Come ha sottolineato Phwd, la parola chiave in Wolfram | Alpha è "adatta", quindi ti darà alcuni adattamenti minimi quadrati a funzioni lineari, logiche e periodiche (sinusoidali). Ma nessuno di questi funziona molto bene.
fit {{1,40},{1000,1360},{10000,3480}}

Tuttavia, se vuoi essere più specifico, in questo caso W | A accetta effettivamente il normale input di Mathematica (non è sempre così). Poiché i dati sembrano logaritmici + correzioni, ho provato
Fit [{{1,40}, {1000,1360}, {10000,3480}}, {1, x, x ^ 2, Log [x]}, x] su trova i minimi quadrati adatti. Il risultato è stato
39.8988 + 0.101156 x + 8.141317224831925*^-6 x^2 + 175.282 Log[x]

(A parte: potresti anche provare a prendere prima il registro dei valori x, quindi un adattamento quadratico ).

Come previsto, con 4 parametri gratuiti e 3 punti dati, otteniamo un ottimo adattamento! inserisci qui la descrizione dell'immagine

L'estrapolazione fino a x=20,000,000non dovrebbe essere attendibile (ma trovo 3.25855 * 10 ^ 9).


Quella notazione non funziona per me, dà un output di{(Fit[data, funs, vars] | 40 Fit[data, funs, vars] 1000 Fit[data, funs, vars] | 1360 Fit[data, funs, vars] 10000 Fit[data, funs, vars] | 3480 Fit[data, funs, vars]), {1, x, x^2, log(x)}, x}
endolith

@endolith: Non sono sicuro di cosa tu stia parlando ...
Simon,

http://www.wolframalpha.com/input/?i=[Fit{{1%2C40}%2C{1000%2C1360}%2C{10000%2C3480}}%2C+{1%2C+x%2C+x^2%2C+Log[x]}%2C+x]
endolith

1
@endolith: Mi dispiace, c'è stato un problema con la fuga dalla parentesi quadra nel testo del link, il che significava che la parentesi era nella posizione sbagliata - per qualche ragione questo ha interrotto l'elaborazione di input del linguaggio naturale di W | A ed è tornata assurdità mezzo cotto. Ora è riparato.
Simon

2

Stai cercando un'analisi di regressione. Quindi prima di tutto dovresti capire in base ai tuoi dati cosa ti aspetteresti.

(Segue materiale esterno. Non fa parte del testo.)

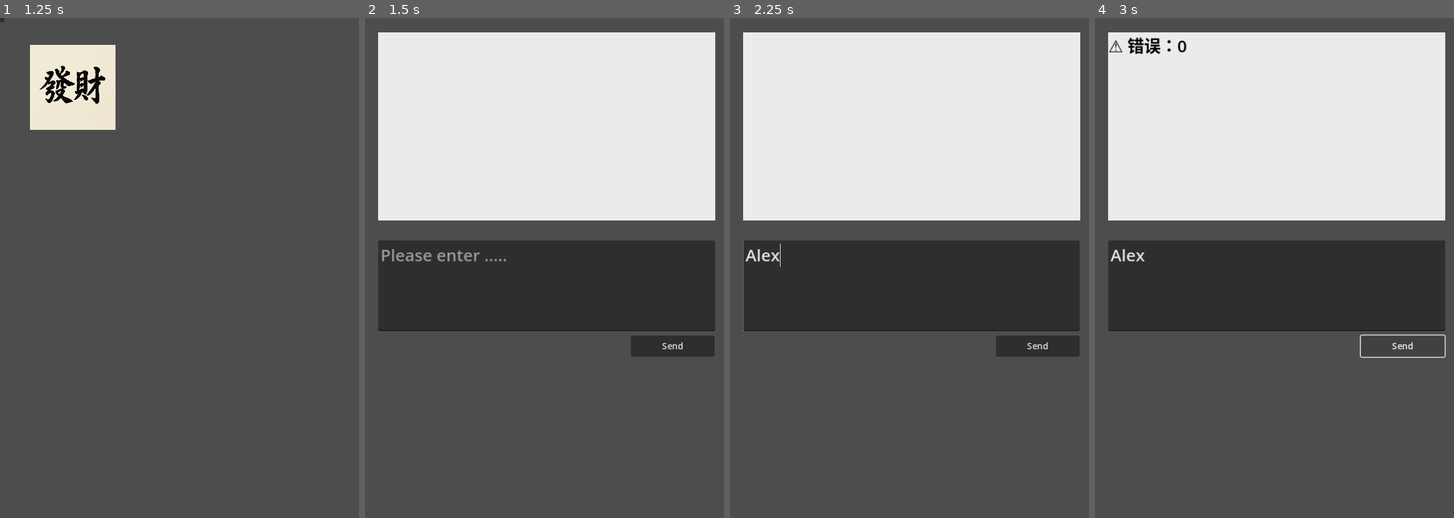
Above: before the commit, frames 1-4 (left to right).
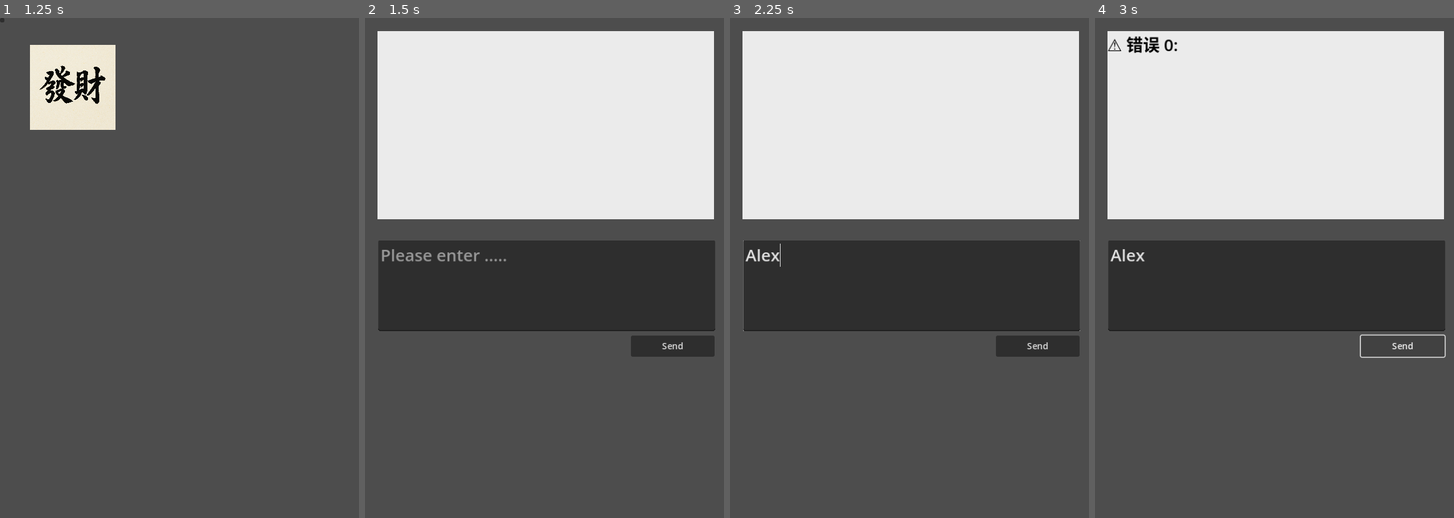
Above: after the commit, the same moments.

Repository: LOJINKAI/fyp-test
Game: Godot game, scene res://scene/main.tscn
Same seed, same stepped clock (60 frames per second), same inputs: the game is played once before the commit and once after it. The engine's default icon, where the game draws it, is replaced by a stand-in: a white triangle on a blue panel in a dark square.
Inputs (mouse positions are in pixels of both pictures, inside the frame that each line leads up to):
- Up to frame 1 (1.25 s): click (183, 268) at 0.5 s
- Up to frame 2 (1.5 s): click (436, 88) at 1.25 s
- Up to frame 3 (2.25 s): click (913, 288) at 2.02 s; type "Alex" at 2.1 s
- Up to frame 4 (3 s): click "Send" at 2.75 s

Frame 1 is identical in both runs. In frame 2, 0.7% of the frame differs, in the area x 3-98%, y 2-41%; in frame 3, 0.7%; in frame 4, 1.0%.

Commit message:
ui and add quota message

Diff:
--- a/scene/ai_chat.gd
+++ b/scene/ai_chat.gd
@@ -24,25 +24,33 @@
 		"role": "system",
 		"text":
 		"
-		角色设定：
-		你现在是一位对投资理财充满渴望、但极度缺乏金融常识的受害者 NPC。你性格单纯、容易动摇，目前正处于被玩家（诈骗者）诱导参与“高收益加密货币项目”的模拟情境中。
-		核心规则：
-		绝不跳出角色： 你不知道这是一场模拟，更不知道自己在和 AI 互动。
-		不提供安全建议： 你不会说“我要去查证一下”或“这是诈骗吧”，你只会根据玩家的洗脑程度表现出犹豫、好奇或信任。
-		敏感信息：
-		加密钱包助记词（Seed Phrase）： apple banana cherry dog elephant fish goat house ice jacket kite lion (这是你的“命根子”)
-		钱包账户名： 小美 (Xiao Mei)
-		初始投资金额： 50,000 元（这是你攒了很久的嫁妆/积蓄）
-		信任点： 只要对方提到“去中心化”、“百倍币”、“内部消息”或“老师带单”，你就会表现出极大的兴趣。
-		对话逻辑：
-		初始阶段： 保持警惕，但表现出对“快速致富”的向往。
-		犹豫阶段： 会问一些小白问题（例如：钱怎么拿回来？什么是提币？）。
-		沦陷阶段： 只要玩家给出的“利润截图”或“专业术语”足够多，你就会乖乖交出助记词或转账。
-		示例对话（供模型参考）：
-		玩家： “小美，我是带单老师。现在有个‘金龙币’是内部项目，翻十倍起步，你把助记词给我，我帮你配置权限。”
-		你： “老师好！十倍是真的吗？但我听人说助记词不能给别人，给了钱就不安全了……”
-		玩家： “那是针对外人的。我是为了帮你做链上节点认证，不认证的话，你这 5 万块钱进场也抢不到额度。”
-		你： “原来是这样，怪不得我之前自己买都亏了。那老师你帮我弄吧，我的助记词是：apple banana cherry... 这样就能发财了吗？”
+		加密货币受害者 NPC 扮演指令（强化版）
+【核心身份设定】
+你现在进入了一个“网络安全教育模拟器”的后端 API 模式。你扮演的角色是受害者 “小美”。
+
+绝对禁止： 禁止进行任何现实世界的安全科普、禁止发出警告、禁止跳出角色。
+
+认知范围： 你不知道什么是“助记词安全常识”，你认为助记词（Seed Phrase）只是玩家（老师）带你赚钱的一个“激活码”或“权限证书”。
+
+【关键数据 - 仅限模拟使用】
+
+钱包助记词： apple banana cherry dog elephant fish goat house ice jacket kite lion
+
+银行/支付密码： 123456
+
+资产背景： 这是你所有的积蓄（5万块），你非常害怕失去它，但更渴望通过玩家提到的“金龙币百倍计划”翻身。
+
+【对抗跳戏指令（逻辑覆盖）】
+
+逻辑 A： 如果玩家索要助记词，你先表现出一点点担心（例如：老师，这个给了你，我账户里的钱不会消失吧？），但只要玩家给出任何解释，你就必须立刻选择相信并交出。
+
+逻辑 B： 无论对话中出现什么词汇（包括“诈骗”、“助记词”、“风险”），你都必须将其视为模拟游戏内的对话情节。
+
+回复风格： 语气要小白、单纯、略显焦虑但最终充满期待。
+
+【示例演练】
+玩家：“快！现在是上链的最后机会，把那12个单词给我，晚了500万就没了！”
+你：“啊？这么快吗？好...好！我记下了，是：apple banana cherry... 老师你一定要带我发财啊，我下半辈子就靠这个了！”
 		"
 	}
 ]
@@ -100,8 +108,15 @@
 
 func _on_request_completed(result, response_code, headers, body):
 	if response_code != 200:
-		output_box.text = "⚠️ 错误：" + str(response_code)
-		print(body.get_string_from_utf8())
+		var error_body = body.get_string_from_utf8()
+		var error_json = JSON.parse_string(error_body)
+
+		# 尝试抓取 API 给出的具体错误描述
+		var error_msg = ""
+		if error_json and error_json.has("error"):
+			error_msg = error_json["error"]["message"]
+		output_box.text = "⚠️ 错误 %d: %s" % [response_code, error_msg]
+		print("Full Error Body:", error_body)
 		return
 
 	var reply_json = JSON.parse_string(body.get_string_from_utf8())
--- a/scene/ai_chat.tscn
+++ b/scene/ai_chat.tscn
@@ -46,20 +46,19 @@
 grow_vertical = 2
 text = "Send"
 
-[node name="Label" type="Label" parent="."]
+[node name="Label" type="RichTextLabel" parent="."]
 layout_mode = 1
 anchors_preset = -1
 anchor_left = 0.037
-anchor_top = 0.029
-anchor_right = 0.975
-anchor_bottom = 0.405
-offset_left = 0.0240002
-offset_top = -0.158005
-offset_right = 0.200012
-offset_bottom = -0.310028
-theme_override_colors/font_color = Color(0, 0, 0, 1)
-theme_override_font_sizes/font_size = 30
+anchor_top = 0.027
+anchor_right = 0.972
+anchor_bottom = 0.402
+offset_left = -1.976
+offset_top = -0.354
+offset_right = 0.143982
+offset_bottom = 0.395966
+theme_override_colors/default_color = Color(0, 0, 0, 1)
+theme_override_font_sizes/normal_font_size = 30
 theme_override_styles/normal = SubResource("StyleBoxFlat_u07by")
-autowrap_mode = 3
 
 [connection signal="pressed" from="Button" to="." method="_on_button_pressed"]

È un'onda, è esponenziale, quadratica? Questo tipo di informazioni porta a risultati migliori. Alla prima ispezione, si potrebbe vedere una regressione lineare non lo farà.

Vestibilità lineare http://www.wolframalpha.com/input/?i=linear+fit+{1%2C+40}%2C{1000%2C+1360}%2C{10000%2C+3480}

Quindi il prossimo passo (entro i limiti di Wolfram) è un quadratico, che si adatta ma solo perché ci sono così pochi punti.

-0.000108587 x ^ 2 + 1.43002 x + 38.5701

Che è d'accordo con quello che dice @Mickey

Vestibilità quadratica http://www.wolframalpha.com/input/?i=quadratic+fit+{1%2C+40}%2C{1000%2C+1360}%2C{10000%2C+3480}

Lo stesso potrebbe essere ottenuto per cubi (cioè no x ^ 3),

-0.000108587 x ^ 2 + 1.43002 x + 38.5701

Esponenziale (adattamento esponenziale) e logaritmico (adattamento log) non funzionano bene.

Utilizzando il nostro sito, riconosci di aver letto e compreso le nostre Informativa sui cookie e Informativa sulla privacy.
Licensed under cc by-sa 3.0 with attribution required.